00:00 Now, the first thing we need to do
00:01 to use SQLAlchemy is to create some classes
00:04 that map to our database.
00:06 Now, these are classes,
00:07 theoretically, we could read and write them to the database
00:10 but there's a specific way in SQLAlchemy.
00:12 So, there's basically two steps that we have to follow.
00:15 The first one is to declare, create this base class
00:18 that SQLAlchemy knows about.
00:20 So, we're going to declare a specific base class
00:23 that SQLAlchemy knows about
00:25 and then everything that derives from it
00:26 is automatically going to be related to a database table.
00:31 And SQLAlchemy, by way of this derived aspects,
00:35 will learn about those tables and those classes.
00:38 So, the first thing that we're going to do is
00:40 going to look really, really lightweight.
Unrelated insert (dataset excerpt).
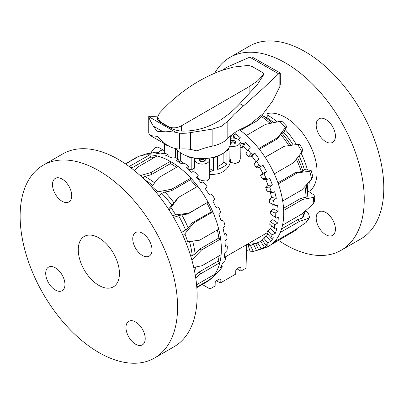 <?xml version="1.0" encoding="UTF-8"?>
<svg xmlns="http://www.w3.org/2000/svg" width="404" height="404" viewBox="0 0 404 404"><rect width="100%" height="100%" fill="white"/><g stroke="black" fill="none" stroke-linecap="round" stroke-linejoin="round"><path stroke-width="0.61" d="M187.522 156.242L187.082 156.494L186.936 165.064M180.689 152.879L180.669 161.014L178.861 162.06M184.088 163.398L180.669 161.014M178.053 150.778L177.619 151.03A28.962 16.721 180 0 1 175.528 148.672L175.417 157.545M168.513 146.031A7.277 4.202 180 0 1 165.18 144.112M230.633 138.254A7.277 4.202 180 0 1 240.112 142.233L240.289 158.843L239.133 162.07M240.112 142.233A7.277 4.202 180 0 1 238.966 144.521A7.277 4.202 180 0 1 229.846 146.086M212.918 157.434L213.378 157.701L213.347 170.746A29.098 16.801 0 0 1 209.676 171.458M213.448 174.437L209.353 174.442M235.33 143.274A2.545 1.47 0 0 0 234.638 142.526A2.545 1.47 0 0 0 230.613 142.844M230.633 141.036A3.055 1.762 180 0 1 234.997 141.011A3.055 1.762 180 0 1 235.891 142.258A3.055 1.762 180 0 1 234.007 143.89A3.055 1.762 180 0 1 230.674 143.506A3.055 1.762 180 0 1 230.558 143.435M235.673 142.91A3.055 1.762 0 0 0 234.997 142.319A3.055 1.762 0 0 0 230.633 142.339M199.778 160.918A2.545 1.47 180 0 1 200.475 160.171A2.545 1.47 180 0 1 203.01 159.802A2.545 1.47 180 0 1 204.772 160.918M204.313 158.59A3.055 1.762 180 0 1 205.328 159.903A3.055 1.762 180 0 1 204.434 161.151A3.055 1.762 180 0 1 201.106 161.534A3.055 1.762 180 0 1 199.217 159.903A3.055 1.762 180 0 1 200.111 158.656A3.055 1.762 180 0 1 200.233 158.59M205.111 160.555A3.055 1.762 0 0 0 200.111 159.964A3.055 1.762 0 0 0 199.435 160.555M195.637 158.176A7.277 4.202 0 0 0 194.996 159.878A7.277 4.202 0 0 0 198.758 163.58A7.277 4.202 0 0 0 206.192 163.443A7.277 4.202 0 0 0 209.55 159.878L209.727 176.654L209.156 178.901L207.55 180.532L206.287 181.037L201.45 180.548L197.091 177.699M209.55 159.878A7.277 4.202 0 0 0 208.908 158.176M239.123 162.08L235.244 163.569L230.532 162.216L229.23 165.271L226.967 168.478C224.594 171.104 221.528 172.877 217.761 173.796L213.337 174.447M194.91 168.256L194.481 168.114L191.198 170.008L187.865 168.604M186.941 164.968L186.577 164.781M209.994 279.619L209.994 288.951L215.135 285.976L215.191 282.446L216.236 280.674L220.049 278.816L220.281 283.007L235.719 274.094L235.774 270.564L236.82 268.791L239.905 267.009L240.627 266.933L240.915 267.589L240.865 271.124L237.774 269.342L237.759 268.246M220.281 283.007L217.195 281.224L217.18 280.129M209.646 168.928A24.876 14.362 0 0 0 210.065 168.852L213.347 170.746M210.095 157.994L210.065 168.852M240.865 271.124L246.011 268.155L246.723 244.556M209.994 288.951L202.283 284.497M194.45 157.994L194.481 168.114M213.378 157.701A28.962 16.721 0 0 0 217.463 156.494L217.029 156.242M228.558 148.404L229.023 148.672A28.962 16.721 180 0 1 226.932 151.03L226.493 150.778M187.082 156.494A28.962 16.721 0 0 0 191.168 157.701L191.627 157.434M229.023 148.672L229.184 161.605A29.098 16.801 0 0 0 230.507 159.277L230.532 162.216M229.149 158.923A7.413 4.282 0 0 0 230.507 159.277M217.463 156.494L217.685 169.463A29.098 16.801 0 0 0 226.957 164.11L223.882 162.332A24.876 14.362 0 0 1 217.635 166.509M226.932 151.03L226.957 164.11M223.856 152.879L223.882 162.332M177.619 151.03L177.603 158.732M191.168 157.701L191.198 170.008M151.025 153.217A6.858 3.959 -60 0 1 158.727 147.46L163.873 150.429A6.858 3.959 120 0 0 158.257 152.631M164.342 150.793A6.858 3.959 120 0 0 163.873 150.429M216.665 273.417L215.281 274.866A70.407 40.647 -120 0 0 218.145 271.584L220.584 269.286A69.781 40.289 -120 0 0 222.261 266.645L221.907 266.468L220.609 267.62A70.407 40.647 -120 0 0 222.523 263.206L224.831 260.883A69.781 40.289 -120 0 0 225.826 257.525L225.245 257.08L223.962 258.176A70.407 40.647 -120 0 0 224.841 252.828L227.033 250.515A69.781 40.289 -120 0 0 227.295 246.586L226.472 245.92L225.195 246.955A70.407 40.647 -120 0 0 225.164 243.966A70.407 40.647 -120 0 0 225.003 240.905L227.088 238.638A69.781 40.289 -120 0 0 226.614 234.305L225.538 233.477L224.25 234.441A70.407 40.647 -120 0 0 222.993 227.952L224.998 225.765A69.781 40.289 -120 0 0 223.801 221.22L222.478 220.291L221.175 221.185A70.407 40.647 -120 0 0 218.902 214.539L220.857 212.464A69.781 40.289 -120 0 0 218.993 207.909L217.428 206.939L216.095 207.762A70.407 40.647 -120 0 0 212.913 201.253L214.842 199.318A69.781 40.289 -120 0 0 212.388 194.945L210.61 194.006L209.237 194.758A70.407 40.647 -120 0 0 205.288 188.673L207.212 186.895A69.781 40.289 -120 0 0 204.283 182.896L202.323 182.058L200.904 182.749A70.407 40.647 -120 0 0 196.354 177.351L198.308 175.74L196.915 177.977M191.855 260.019L201.54 249.98L220.629 238.961A71.528 41.299 60 0 1 221.326 247.061A71.528 41.299 60 0 1 221.134 254.687L202.045 265.711L193.738 267.433M195.728 277.917L200.722 273.776L219.811 262.757A71.528 41.299 -120 0 0 221.134 254.687M195.299 275.225L199.081 272.074L218.17 261.05L219.811 262.757A71.528 41.299 60 0 1 214.837 274.22L196.581 284.759M196.783 287.098L210.514 279.169A71.528 41.299 -120 0 0 210.62 279.073A71.528 41.299 -120 0 0 214.837 274.22M209.464 277.321L210.514 279.169A71.528 41.299 60 0 1 206.55 282.032L196.824 287.648M134.355 170.523L137.951 166.968L157.04 155.949A71.528 41.299 60 0 1 168.872 160.625A71.528 41.299 60 0 1 170.286 161.398L151.192 172.422L140.304 175.659M172.574 215.645L175.654 214.883A71.528 41.299 -120 0 0 170.907 207.57L168.978 209.868M170.907 207.57L178.674 197.283L197.763 186.264A71.528 41.299 60 0 1 208.035 202.091L188.946 213.11L175.654 214.883M168.483 209.1L174.008 202.889L177.543 198.197L178.674 197.283M185.683 241.966L187.613 241.764A71.528 41.299 -120 0 0 184.891 233.78L182.941 235.537M184.891 233.78L193.743 222.927L212.832 211.903A71.528 41.299 60 0 1 218.731 229.174L199.642 240.198L187.613 241.764M181.522 232.441L185.593 230.043L188.133 227.886L192.158 222.912L193.743 222.927M190.658 255.959L192.198 255.586L195.107 253.929L199.778 249.041L201.54 249.98M125.573 163.943L138.431 156.52A71.528 41.299 -120 0 0 132.866 159.55L125.427 163.842M138.431 156.52A71.528 41.299 60 0 1 139.617 156.096A71.528 41.299 60 0 1 149.758 154.833L129.174 166.499M156.171 192.375L157.691 191.88A71.528 41.299 -120 0 0 151.742 186.496L151.444 186.895M151.742 186.496L158.939 177.492L178.028 166.468A71.528 41.299 60 0 1 190.9 178.113L171.806 189.138L157.691 191.88M192.158 222.912L211.247 211.888L212.832 211.903A71.528 41.299 -120 0 0 208.035 202.091L187.815 214.024L181.744 214.812L173.604 217.387M199.081 272.074L200.722 273.776M199.778 249.041L218.867 238.017L220.629 238.961A71.528 41.299 -120 0 0 218.731 229.174M198.308 175.74A69.781 40.289 -120 0 0 195.026 172.296L192.925 171.619L191.456 172.256A70.407 40.647 -120 0 0 186.507 167.776L188.517 166.342A69.781 40.289 -120 0 0 185.027 163.6L182.83 163.14L181.305 163.736A70.407 40.647 -120 0 0 176.174 160.373L178.26 159.11L178.113 161.57M188.517 166.342L187.789 168.877M178.26 159.11A69.781 40.289 -120 0 0 174.72 157.191L172.483 156.994L170.897 157.56A70.407 40.647 -120 0 0 165.807 155.464L167.998 154.363A69.781 40.289 -120 0 0 164.554 153.348L162.327 153.449L160.691 154A70.407 40.647 -120 0 0 155.858 153.257L158.166 152.308A69.781 40.289 -120 0 0 154.974 152.242L151.126 153.212A70.407 40.647 -120 0 0 146.768 153.858L149.207 153.035L149.354 153.389M158.166 152.308L158.509 153.586M167.998 154.363L168.231 156.383M225.245 257.08L225.826 257.525M221.907 266.468L221.417 265.958M221.473 265.827L222.261 266.645M217.428 206.939L215.943 207.429M222.478 220.291L220.892 220.276M225.538 233.477L224.023 233.042M149.207 153.035A69.781 40.289 -120 0 0 147.586 153.5L139.617 156.096M226.472 245.92L225.195 245.238M157.04 155.949A71.528 41.299 -120 0 0 149.758 154.833L150.697 157.1L131.426 168.2M178.028 166.468A71.528 41.299 -120 0 0 170.286 161.398L170.533 163.564L151.444 174.584L144.854 176.513L142.647 177.841M197.763 186.264A71.528 41.299 -120 0 0 190.9 178.113L190.415 179.8L171.326 190.819L164.867 192.041L161.817 193.415L158.822 195.657M218.17 261.05A69.054 39.87 -120 0 0 219.14 255.843M218.867 238.017A69.054 39.87 -120 0 0 217.342 229.977M211.247 211.888A69.054 39.87 -120 0 0 206.904 203M196.49 186.996A69.054 39.87 -120 0 0 190.415 179.8M154.343 157.504A69.054 39.87 -120 0 0 150.697 157.1M176.467 167.372A69.054 39.87 -120 0 0 170.533 163.564M131.608 168.125L130.669 165.852M151.444 174.584L151.192 172.422M171.326 190.819L171.806 189.138M187.815 214.024L188.946 213.11M266.832 109.363L267.271 117.125L266.791 117.69A59.595 34.406 60 0 1 273.735 122.639M286.668 126.235L282.467 121.766L279.725 121.407A71.528 41.299 60 0 1 285.426 127.467L286.668 126.235L286.38 127.225L283.8 132.386A59.595 34.406 60 0 1 293.193 145.026M299.041 155.707A59.595 34.406 60 0 1 304.343 169.539L310.216 170.321L311.272 170.725L309.656 171.286A71.528 41.299 60 0 1 311.686 179.199L312.777 176.599L311.277 170.725M307.217 184.093A59.595 34.406 60 0 1 307.474 191.254L308.191 191.112L313.529 194.713L314.812 196.4L313.555 197.399A71.528 41.299 60 0 1 313.034 204.212L314.393 201.833L314.812 196.4M267.236 114.953A59.595 34.406 60 0 1 277.23 121.917M285.259 129.654A59.595 34.406 60 0 1 296.41 144.582M301.086 153.116A59.595 34.406 60 0 1 307.419 169.832M309.666 181.421A59.595 34.406 60 0 1 309.924 192.279M231.744 134.84L233.734 134.911L235.33 133.749A70.407 40.647 60 0 1 240.385 137.779L238.572 139.678M240.072 141.809A69.781 40.289 60 0 1 241.567 143.223L243.789 143.577L245.435 142.461A70.407 40.647 60 0 1 250.177 147.505L247.839 149.828A69.781 40.289 60 0 1 250.96 153.576L253.106 154.166L254.798 153.111A70.407 40.647 60 0 1 259.02 158.944L256.555 161.231A69.781 40.289 60 0 1 259.257 165.443L261.277 166.221L263.014 165.231A70.407 40.647 60 0 1 266.534 171.599L263.933 173.816A69.781 40.289 60 0 1 266.095 178.31L267.953 179.214L269.726 178.295A70.407 40.647 60 0 1 272.387 184.916L269.65 187.032A69.781 40.289 60 0 1 271.18 191.607L272.836 192.572L274.629 191.723A70.407 40.647 60 0 1 276.321 198.314L273.457 200.303A69.781 40.289 60 0 1 274.291 204.762L275.715 205.717L277.523 204.939A70.407 40.647 60 0 1 278.164 211.206L275.185 213.044A69.781 40.289 60 0 1 275.286 217.19L276.467 218.074L278.275 217.357A70.407 40.647 60 0 1 278.124 220.241A70.407 40.647 60 0 1 277.841 223.028L272.831 219.65A63.307 36.552 -120 0 0 273.185 215.862M313.034 204.212L301.626 214.15L282.537 225.169A71.528 41.299 -120 0 0 283.542 218.099A71.528 41.299 -120 0 0 283.664 210.428L302.753 199.409L313.555 197.399M311.686 179.199L301.788 189.956L282.694 200.98A71.528 41.299 60 0 1 283.664 210.428M282.694 200.98A71.528 41.299 -120 0 0 278.3 183.85L297.394 172.831L309.656 171.286M302.944 150.02L299.869 144.455L297.692 144.405A71.528 41.299 60 0 1 301.919 152.056L293.375 162.842L274.286 173.861A71.528 41.299 60 0 1 278.3 183.85M274.286 173.861A71.528 41.299 -120 0 0 265.135 157.313L284.224 146.293L297.692 144.405M285.426 127.467L277.851 137.496L258.762 148.515A71.528 41.299 60 0 1 265.135 157.313M258.762 148.515A71.528 41.299 -120 0 0 246.43 135.406L265.524 124.382L279.725 121.407M239.496 129.81A71.528 41.299 60 0 1 246.43 135.406M247.394 150.793A63.307 36.552 -120 0 0 243.481 146.687L241.94 147.576L240.163 147.167M247.839 149.828L246.061 153.682A63.307 36.552 60 0 1 248.334 156.414L250.96 153.576M256 161.832A63.307 36.552 -120 0 0 251.929 156.222L250.384 157.111L248.334 156.414M256.555 161.231L253.934 164.069A63.307 36.552 60 0 1 255.904 167.14L259.257 165.443M261.277 166.221L257.803 167.978L255.904 167.14M263.933 173.816L260.585 175.508L262.868 173.452A63.307 36.552 -120 0 0 259.398 167.17M260.585 175.508A63.307 36.552 60 0 1 262.166 178.785L266.095 178.31M267.953 179.214L263.878 179.704L262.166 178.785M269.65 187.032L265.721 187.507L268.084 185.436A63.307 36.552 -120 0 0 265.716 179.482M265.721 187.507A63.307 36.552 60 0 1 266.842 190.845L271.18 191.607M272.836 192.572L268.337 191.779L266.842 190.845M273.457 200.303L269.12 199.541L271.574 197.475A63.307 36.552 -120 0 0 270.236 192.117M269.12 199.541A63.307 36.552 60 0 1 269.731 202.793L274.291 204.762M275.715 205.717L269.731 202.793M275.185 213.044L270.635 211.075L273.175 209.05A63.307 36.552 -120 0 0 272.756 204.439M270.635 211.075A63.307 36.552 60 0 1 270.705 214.1L275.286 217.19M276.467 218.074L270.705 214.1M277.841 223.028L274.765 224.7L270.19 221.614L272.831 219.65M270.19 221.614A63.307 36.552 60 0 1 269.726 224.281L275.053 229.098L276.846 228.442A70.407 40.647 60 0 1 275.356 233.27L272.205 234.764L267.817 230.694L270.544 228.81A63.307 36.552 -120 0 0 271.518 225.942M267.817 230.694A63.307 36.552 60 0 1 266.832 232.886L271.533 238.309L273.311 237.703A70.407 40.647 60 0 1 270.832 241.476L267.63 242.794L263.61 237.921L266.428 236.133A63.307 36.552 -120 0 0 267.857 234.133M263.61 237.921A63.307 36.552 60 0 1 262.151 239.542L265.625 245.016L266.074 245.314L267.817 244.738A70.407 40.647 60 0 1 264.453 247.288L261.231 248.445L257.757 242.976L260.646 241.299A63.307 36.552 -120 0 0 262.469 240.047M257.757 242.976A63.307 36.552 60 0 1 257.595 243.067A63.307 36.552 60 0 1 255.889 243.955L258.661 249.783L260.605 249.238A70.407 40.647 60 0 1 259.191 249.748A70.407 40.647 60 0 1 256.505 250.46L253.288 251.46L250.515 245.637L253.465 244.082A63.307 36.552 -120 0 0 257.565 242.855L255.889 243.955M250.515 245.637A63.307 36.552 60 0 1 248.314 245.93L250.268 251.859A69.781 40.289 60 0 0 253.288 251.46M246.824 244.496A63.307 36.552 -120 0 0 249.849 244.516L248.309 245.41L248.314 245.93M260.519 241.375A63.307 36.552 60 0 1 247.647 244.021M296.93 228.639L295.955 230.184L268.766 246.112A71.528 41.299 -120 0 1 264.312 248.076L259.191 249.748M305.808 210.555L308.636 213.979L309.565 217.519L308.707 218.231A71.528 41.299 60 0 1 305.727 222.766L306.697 221.857M305.727 222.766L292.93 231.239L273.841 242.264A71.528 41.299 -120 0 0 280.29 232.452L299.379 221.432L308.707 218.231M277.932 182.81L295.723 172.538L303.005 171.382L304.343 169.539M295.723 172.538L297.394 172.831M301.919 152.056L302.944 150.025M265.09 157.247L284.224 146.293M266.791 117.69L262.651 115.66L261.211 116.367L257.934 120.357L257.904 118.71M257.934 120.357L240.405 130.477M283.8 132.386L281.825 133.078L277.169 138.976L277.851 137.496M277.169 138.976L259.353 149.263M283.547 208.292L300.995 198.223L302.753 199.409M278.164 211.206L273.175 209.05M276.321 198.314L271.574 197.475M272.387 184.916L268.084 185.436M266.534 171.599L262.868 173.452M249.99 251.02A70.407 40.647 60 0 1 247.334 250.844L246.526 251.066M247.334 250.844L246.602 248.622M256.505 250.46L253.465 244.082M264.453 247.288L260.646 241.299M270.832 241.476L266.428 236.133M275.356 233.27L270.544 228.81M254.798 153.111L251.929 156.222M245.435 142.461L243.481 146.687M235.33 133.749L234.517 138.173M253.106 154.166L250.384 157.111M243.789 143.577L241.94 147.576M240.153 146.283L241.567 143.223M233.734 134.911L233.159 138.062M230.876 138.213L231.452 135.077M274.765 224.7A69.781 40.289 60 0 1 274.124 228.356M272.205 234.764A69.781 40.289 60 0 1 270.857 237.769M267.63 242.794A69.781 40.289 60 0 1 265.625 245.016M261.231 248.445A69.781 40.289 60 0 1 258.661 249.783M273.841 242.264A71.528 41.299 60 0 1 268.766 246.112M282.537 225.169A71.528 41.299 60 0 1 280.29 232.452M307.474 191.254L307.272 196.344L305.985 197.329L300.995 198.223M305.48 210.838L303.071 217.337L302.142 218.13L297.834 219.554L299.379 221.432M281.553 228.957L297.834 219.554M287.512 234.371L287.855 235.093M214.716 73.245A111.332 64.276 60 0 1 229.861 57.429L249.409 46.142A111.332 64.276 60 0 1 360.742 110.418A111.332 64.276 60 0 1 360.742 238.971L341.188 250.258A111.332 64.276 60 0 1 341.188 250.263A111.332 64.276 60 0 1 278.634 240.415M249.409 46.142L229.861 57.429A111.332 64.276 60 0 1 341.188 121.705A111.332 64.276 60 0 1 341.188 250.258L360.742 238.971M267.211 113.62A44.607 25.755 60 0 1 308.515 142.188A44.607 25.755 60 0 1 310.004 190.941M318.998 134.517A13.605 7.858 60 0 1 318.998 118.806A13.605 7.858 60 0 1 332.603 126.664A13.605 7.858 60 0 1 332.603 142.375A13.605 7.858 60 0 1 318.998 134.517M318.998 211.822L318.998 211.822A13.605 7.858 60 0 1 332.603 219.675A13.605 7.858 60 0 1 332.603 235.391L332.603 235.391A13.605 7.858 60 0 1 318.998 227.533A13.605 7.858 60 0 1 318.998 211.822M83.128 267.867A29.108 16.806 -120 0 0 113.408 286.825A29.108 16.806 -120 0 0 114.579 255.368A29.108 16.806 -120 0 0 84.3 236.411A29.108 16.806 -120 0 0 83.128 267.867M154.52 358.035L174.068 346.748A111.332 64.276 -120 0 0 178.558 226.422A111.332 64.276 -120 0 0 62.741 153.914L43.188 165.201A111.332 64.276 -120 0 0 38.698 285.527A111.332 64.276 -120 0 0 154.52 358.035A111.332 64.276 -120 0 0 159.009 237.709A111.332 64.276 -120 0 0 43.188 165.201M55.904 178.078A13.605 7.858 60 0 1 69.195 186.719A13.605 7.858 60 0 1 68.912 201.934A13.605 7.858 60 0 1 68.316 202.222A13.605 7.858 60 0 1 55.025 193.577A13.605 7.858 60 0 1 55.308 178.366A13.605 7.858 60 0 1 55.904 178.078M47.98 281.841A13.605 7.858 60 0 1 48.525 267.135A13.605 7.858 60 0 1 62.681 275.993A13.605 7.858 60 0 1 62.135 290.703A13.605 7.858 60 0 1 47.98 281.841M141.804 345.162A13.605 7.858 60 0 1 128.512 336.517A13.605 7.858 60 0 1 128.79 321.301A13.605 7.858 60 0 1 129.391 321.013A13.605 7.858 60 0 1 142.678 329.659A13.605 7.858 60 0 1 142.4 344.87A13.605 7.858 60 0 1 141.804 345.162M149.727 241.4A13.605 7.858 60 0 1 149.182 256.106A13.605 7.858 60 0 1 135.022 247.243A13.605 7.858 60 0 1 135.572 232.537A13.605 7.858 60 0 1 149.727 241.4M233.547 67.064L221.235 70.574C197.894 79.426 177.275 93.632 159.393 113.186L157.6 117.367L160.585 122.028L168.362 126.523C172.417 128.462 176.745 128.24 181.335 125.856L249.111 86.673L257.56 80.921L263.297 74.74L263.358 73.467L262.05 72.23L252.369 66.645L250.041 65.776L247.334 65.519L233.547 67.064M157.6 117.367L157.6 119.624L160.585 122.463L168.362 126.952C172.609 129.31 176.932 130.684 181.335 131.088C202.662 131.669 222.139 122.528 239.774 103.666L257.56 84.29L263.297 75.245L263.504 74.2M148.995 116.291L148.753 116.67C149.243 118.66 150.768 121.806 153.333 126.114L157.338 131.76L165.887 131.133L175.811 132.295L179.401 133.209A101.874 58.817 120 0 0 190.668 132.593L212.125 129.139L221.2 126.417L227.816 121.185L234.042 114.377L263.221 88.274L278.609 73.816L280.305 73.023L252.091 57.015L249.773 57.166L226.811 67.251L222.624 70.049M280.305 73.023L280.346 84.219L279.846 86.587L272.579 101.086L263.221 113.575L249.521 124.73A151.278 87.34 180 0 1 241.9 128.603A58.211 33.608 0 0 0 234.042 133.133A58.211 33.608 0 0 0 227.816 138.436A29.108 16.806 180 0 1 221.2 143.142A29.108 16.806 180 0 1 212.125 146.187A58.211 33.608 0 0 0 200.647 149.435A58.211 33.608 0 0 0 196.95 150.904L190.668 149.389A116.423 67.221 120 0 0 179.401 149.081L175.967 148.697L171.372 147.43L165.887 144.39L157.338 136.385L150.445 135.603L149.47 134.784L148.728 132.855L148.728 116.549M176.25 148.768A28.361 16.372 0 0 0 182.219 153.838A28.361 16.372 0 0 0 213.125 157.383A28.361 16.372 0 0 0 230.633 142.258L230.633 135.759M157.762 116.1A101.874 58.817 -60 0 1 150.005 116.236L148.738 116.63L148.738 132.977M249.111 93.809L249.111 86.673M240.915 267.589L239.905 267.009M220.337 279.472L219.327 278.891M144.753 179.881A67.832 39.163 60 0 1 152.717 185.269M154.636 182.855A69.054 39.87 -120 0 0 144.92 176.548A69.054 39.87 -120 0 0 144.854 176.513M194.738 272.17A69.054 39.87 -120 0 0 195.395 267.1M195.107 253.929A69.054 39.87 -120 0 0 192.637 241.112M189.491 241.521A67.832 39.163 60 0 1 192.198 255.586M188.133 227.886A69.054 39.87 -120 0 0 181.744 214.812M178.543 215.615A67.832 39.163 60 0 1 185.593 230.043M174.008 202.889A69.054 39.87 -120 0 0 164.867 192.041M161.817 193.415A67.832 39.163 60 0 1 171.902 205.389M261.211 116.367A69.054 39.87 60 0 1 261.277 116.408A69.054 39.87 60 0 1 270.175 123.387M272.094 122.983A67.832 39.163 -120 0 0 263.342 116.125A67.832 39.163 -120 0 0 262.651 115.66M280.654 134.35A69.054 39.87 60 0 1 288.865 145.632M290.784 145.364A67.832 39.163 -120 0 0 281.825 133.078M296.319 159.141A69.054 39.87 60 0 1 301.384 171.836M303.005 171.382A67.832 39.163 -120 0 0 297.536 157.605M304.995 186.502A69.054 39.87 60 0 1 305.985 197.329M307.272 196.344A67.832 39.163 -120 0 0 306.308 185.083M304.399 211.772A69.054 39.87 60 0 1 302.142 218.13M263.297 75.245L263.297 74.74M179.401 149.081L179.401 133.209M175.967 148.697L175.967 132.35M190.668 149.389L190.668 132.593M227.816 138.436L227.816 121.185M279.846 86.587L279.846 73.038M243.541 105.838L239.774 103.666M175.811 132.295L148.753 116.67M241.9 128.603L241.9 107.257M212.125 146.187L212.125 129.139M278.609 73.816L249.773 57.166M162.317 131.3L153.333 126.114M181.335 131.088L181.335 125.856M168.362 126.952L168.362 126.523M160.585 122.463L160.585 122.028M164.423 143.673L164.317 153.358M225.159 257.005L266.862 232.926M194.996 159.878L194.864 172.24M216.746 273.569L210.62 279.073M306.702 221.862L309.565 217.519M150.445 135.603L168.15 145.824M263.514 74.068L263.514 74.361"/></g></svg>

00:42 It's going to look like, why did you
00:43 create a separate file for this,
00:45 but if you're going to do this nice partitioning
00:47 or have, one move class in one file,
00:49 one player class in it's own file,
00:51 one role class in it's own file, and so on,
00:53 it makes sense to go ahead and make one more,
00:55 albeit, super small class,
00:57 we're going to call this model base, like so.
01:00 And we're going to start just by importing SQLAlchemy.
01:04 Now, this is not going to go so well
01:05 because we don't have SQLAlchemy installed.
01:07 So, let's go over here
01:09 and actually make a requirements.txt file,
01:13 and put sqlalchemy.
01:15 Now, this is not set up.
01:16 Notice over here we have our virtual environment
01:18 if we do a pip list, there's only those few things here.
01:22 So, let's do a pip install --upgrade setuptools
01:26 don't know why this is so old
01:27 but it's like 10 versions out of date.
01:29 So, let's get it out of the way.
01:32 Now, we want, go ahead and let PyCharm install SQLAlchemy,
01:35 and it's all good.
01:37 So, go back to our model base here, this is good.
01:39 And what we actually want, is we're going to say
01:41 from sqlalchemy.ext.declarative
01:46 we're going to import declarative_base.
01:48 Now, this is a function, which when called
01:51 will create a class not an object, a class.
01:54 It's a little bit funky but here's how it works.
01:56 Instead of say it defining a class like this,
02:01 and you put some kind of base class and details,
02:04 we're going to let this function do it.
02:06 And we do it like this.
02:08 That's all there's to it, this whole file is now finished.
02:11 But anything that needs to become an entity
02:14 that's stored in our database, it derives from this.
02:17 So, now we can come over here and say,
02:18 hey role, you want to map to a database table?
02:21 We just import this,
02:24 like so,
02:25 and we're good.
02:28 Do the same for player.
02:32 And the move.
02:35 Now, PyCharm can go a little crazy here
02:37 and say oh, you need to add this to your requirements.
02:39 No, no, I don't.
02:41 This thing right here, that is their requirements.
02:44 You can come over here and put this little statement
02:46 to say, you know,
02:47 this is not actually an external thing, calm down.
02:50 Okay, so we're halfway there.
02:53 Step one is to derive from this model base,
02:55 on all the things we're going to map to the database.
02:58 Step two is going to be to define the columns.